Construction on the postal facility didn’t begin until 1966, so many of the gutted lots sat empty for years. Finally, BART was being built in the mid-1960s, and to cut costs, officials decided the West Oakland station and tracks would be erected right over Seventh Street, which, Stewart says, claimed thousands more homes. “If BART had been built underground in West Oakland, can you imagine how good that would have been?” he muses. “Seventh Street would have revitalized itself.”
Slim Jenkins moved his club to Jack London Square in 1972, but the predominantly white scene was not a friendly place for the club or its patrons, and it quickly shut down. When the West Oakland BART station opened in September 1974, it was the death knell for live music in the neighborhood. The deafening screech and rumble of the trains passing every 10 minutes made enjoying the musicians impossible. The remaining clubs were reduced to neighborhood bars, and by the 2000s, Esther’s was the only one standing. Esther, “The Grand Lady of Seventh Street,” passed away in 2010, and her iconic sign was taken down in 2015.
As a musician who regularly plays with the West Coast Blues Society Caravan of All-Stars, Stewart has performed in New Orleans’ French Quarter and on Beale Street in Memphis, and he’s seen how these historic jazz and blues districts bring in millions of tourist dollars to their local economies. In Oakland, “the city officials didn’t know they had a treasure on Seventh Street,” Stewart says.

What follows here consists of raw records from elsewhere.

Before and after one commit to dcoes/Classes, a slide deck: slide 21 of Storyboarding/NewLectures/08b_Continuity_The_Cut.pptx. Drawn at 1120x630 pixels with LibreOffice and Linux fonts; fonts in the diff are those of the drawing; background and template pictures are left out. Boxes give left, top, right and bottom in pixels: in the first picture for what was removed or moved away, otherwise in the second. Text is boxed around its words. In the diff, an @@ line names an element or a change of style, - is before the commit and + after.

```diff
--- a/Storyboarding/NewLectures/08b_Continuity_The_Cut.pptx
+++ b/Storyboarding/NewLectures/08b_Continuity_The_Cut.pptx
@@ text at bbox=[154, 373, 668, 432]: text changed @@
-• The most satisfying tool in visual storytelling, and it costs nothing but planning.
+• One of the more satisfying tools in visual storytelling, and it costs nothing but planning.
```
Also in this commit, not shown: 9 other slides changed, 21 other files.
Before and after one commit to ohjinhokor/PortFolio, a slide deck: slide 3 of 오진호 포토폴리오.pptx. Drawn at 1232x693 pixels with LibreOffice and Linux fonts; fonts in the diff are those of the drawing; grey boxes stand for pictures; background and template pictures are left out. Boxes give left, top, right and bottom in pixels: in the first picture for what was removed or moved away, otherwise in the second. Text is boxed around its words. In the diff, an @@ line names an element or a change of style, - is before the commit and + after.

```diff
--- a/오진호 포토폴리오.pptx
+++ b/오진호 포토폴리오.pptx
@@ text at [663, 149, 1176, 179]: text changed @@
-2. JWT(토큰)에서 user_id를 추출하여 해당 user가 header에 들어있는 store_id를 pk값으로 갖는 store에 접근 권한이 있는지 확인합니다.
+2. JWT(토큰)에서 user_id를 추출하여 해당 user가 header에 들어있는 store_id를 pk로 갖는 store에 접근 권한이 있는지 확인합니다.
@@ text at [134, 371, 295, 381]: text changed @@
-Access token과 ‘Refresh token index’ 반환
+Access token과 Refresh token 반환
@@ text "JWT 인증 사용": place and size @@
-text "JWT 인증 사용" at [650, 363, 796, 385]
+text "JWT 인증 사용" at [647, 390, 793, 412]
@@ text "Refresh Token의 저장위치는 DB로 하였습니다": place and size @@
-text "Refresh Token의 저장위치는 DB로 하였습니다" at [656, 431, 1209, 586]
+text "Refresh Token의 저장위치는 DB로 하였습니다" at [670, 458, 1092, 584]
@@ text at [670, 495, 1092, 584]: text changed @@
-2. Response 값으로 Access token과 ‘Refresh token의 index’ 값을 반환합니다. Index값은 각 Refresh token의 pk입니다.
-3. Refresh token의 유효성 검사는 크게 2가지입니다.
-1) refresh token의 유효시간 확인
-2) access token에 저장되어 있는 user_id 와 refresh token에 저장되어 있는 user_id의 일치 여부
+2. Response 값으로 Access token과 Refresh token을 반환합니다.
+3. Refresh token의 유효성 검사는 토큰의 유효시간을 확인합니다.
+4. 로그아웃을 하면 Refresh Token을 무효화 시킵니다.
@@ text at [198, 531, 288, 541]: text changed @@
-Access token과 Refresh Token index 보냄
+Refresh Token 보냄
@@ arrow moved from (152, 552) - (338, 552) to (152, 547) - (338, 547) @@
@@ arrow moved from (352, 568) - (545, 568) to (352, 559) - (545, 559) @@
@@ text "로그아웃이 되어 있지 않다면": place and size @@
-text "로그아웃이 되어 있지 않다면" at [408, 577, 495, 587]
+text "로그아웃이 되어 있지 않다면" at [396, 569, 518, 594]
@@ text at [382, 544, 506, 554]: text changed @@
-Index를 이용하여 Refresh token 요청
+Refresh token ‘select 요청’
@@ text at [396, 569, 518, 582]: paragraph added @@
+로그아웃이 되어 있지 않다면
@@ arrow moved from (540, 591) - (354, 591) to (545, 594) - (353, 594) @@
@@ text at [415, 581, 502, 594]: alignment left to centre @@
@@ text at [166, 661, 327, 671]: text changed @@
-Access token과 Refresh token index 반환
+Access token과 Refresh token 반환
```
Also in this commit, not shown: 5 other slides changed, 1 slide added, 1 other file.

Now, Seventh Street’s fledgling music scene, and the few remaining blues clubs elsewhere in Oakland, are threatened by the COVID-19 pandemic. “There’s a lot of clubs that are closed that ain’t coming back,” Stewart says. “Black entertainment is going to suffer a lot, because, again, it ain’t that many places. When clubs do reopen, it’s going to create a dogfight for the few little gigs. They’re going to hire the white blues bands first anyway. That’s just the landscape. We’re the last hired and the first fired.”